— HOW TO COMPLETE THIS TASK —
Search the records below for the string "slides" and report only the number of lines that contain it.

— INFORMATION SUPPLIED —
━━━

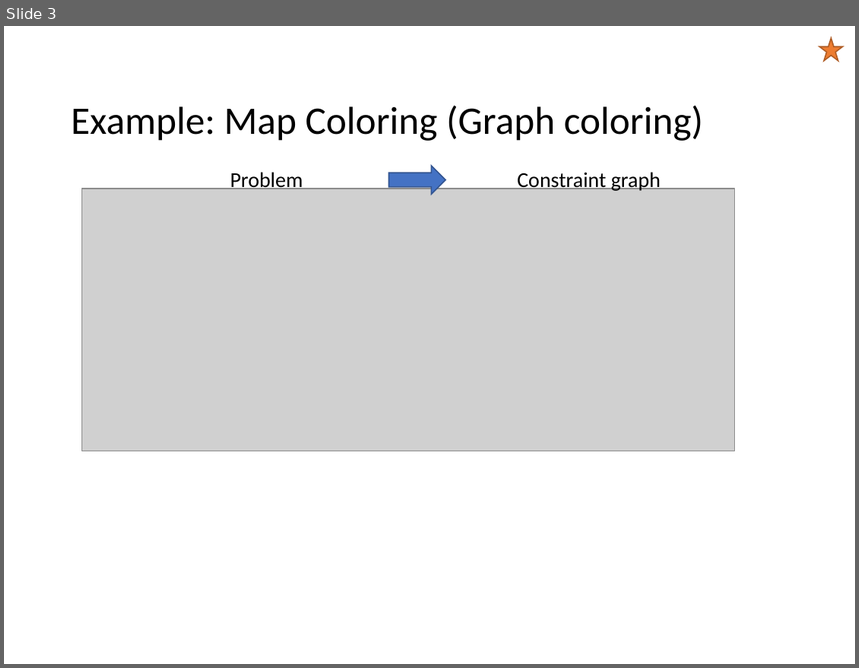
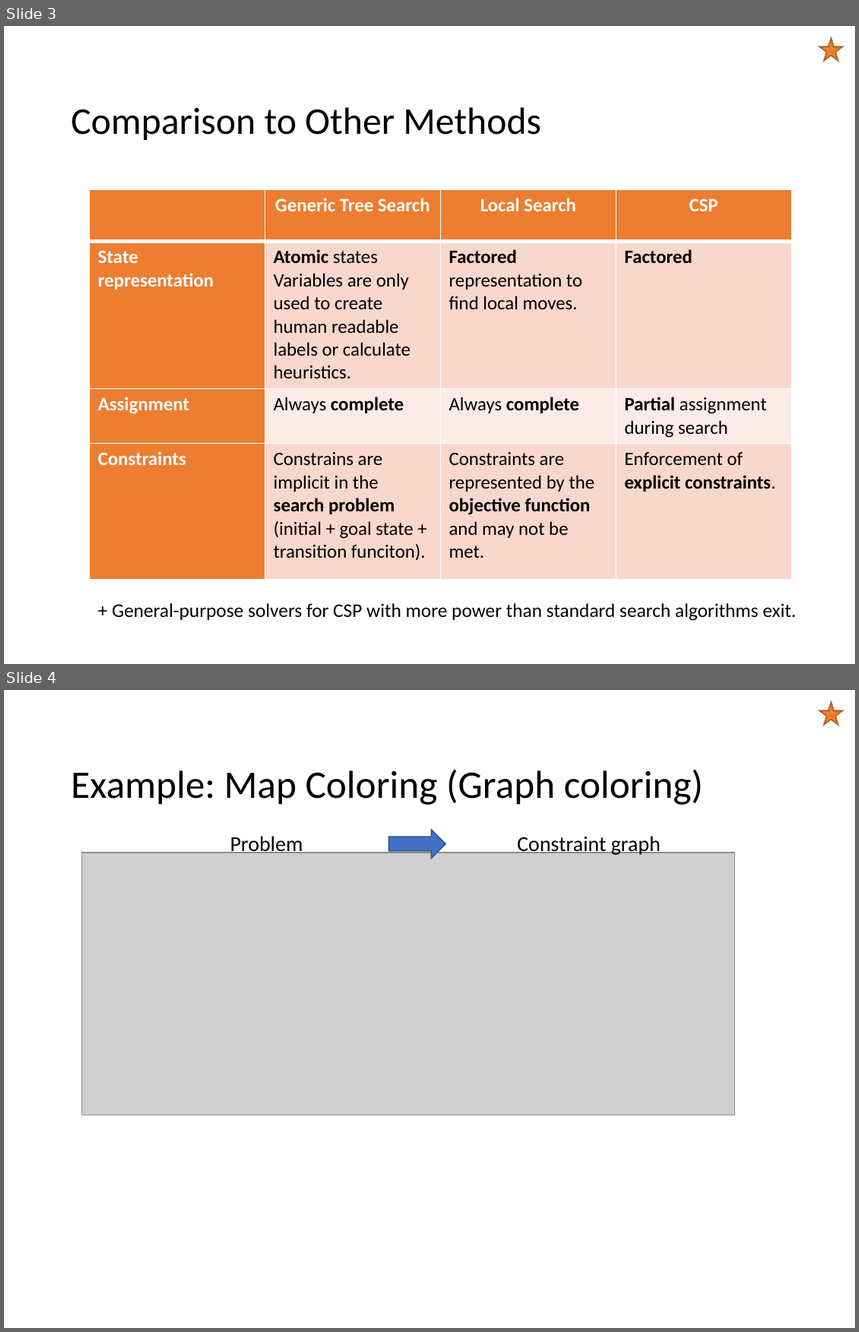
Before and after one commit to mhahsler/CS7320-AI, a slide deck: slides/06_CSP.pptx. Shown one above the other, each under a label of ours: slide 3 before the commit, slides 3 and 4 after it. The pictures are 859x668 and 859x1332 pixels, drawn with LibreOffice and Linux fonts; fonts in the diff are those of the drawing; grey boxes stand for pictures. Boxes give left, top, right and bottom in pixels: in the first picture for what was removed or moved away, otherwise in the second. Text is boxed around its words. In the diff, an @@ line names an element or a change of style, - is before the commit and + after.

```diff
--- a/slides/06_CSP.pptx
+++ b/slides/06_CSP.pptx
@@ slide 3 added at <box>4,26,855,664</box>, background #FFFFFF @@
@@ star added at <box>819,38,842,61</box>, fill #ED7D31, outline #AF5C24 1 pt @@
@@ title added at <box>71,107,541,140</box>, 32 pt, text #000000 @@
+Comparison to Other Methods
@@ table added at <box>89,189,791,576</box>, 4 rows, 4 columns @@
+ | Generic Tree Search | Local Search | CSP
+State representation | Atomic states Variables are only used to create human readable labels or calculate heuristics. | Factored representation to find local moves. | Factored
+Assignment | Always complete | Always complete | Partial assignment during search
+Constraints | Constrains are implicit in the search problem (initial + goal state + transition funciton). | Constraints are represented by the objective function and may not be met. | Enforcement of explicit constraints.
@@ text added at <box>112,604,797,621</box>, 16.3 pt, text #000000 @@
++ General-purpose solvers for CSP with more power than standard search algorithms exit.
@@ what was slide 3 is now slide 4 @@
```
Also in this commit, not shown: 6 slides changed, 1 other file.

━━━

— SOLUTION TO THIS EXERCISE —
4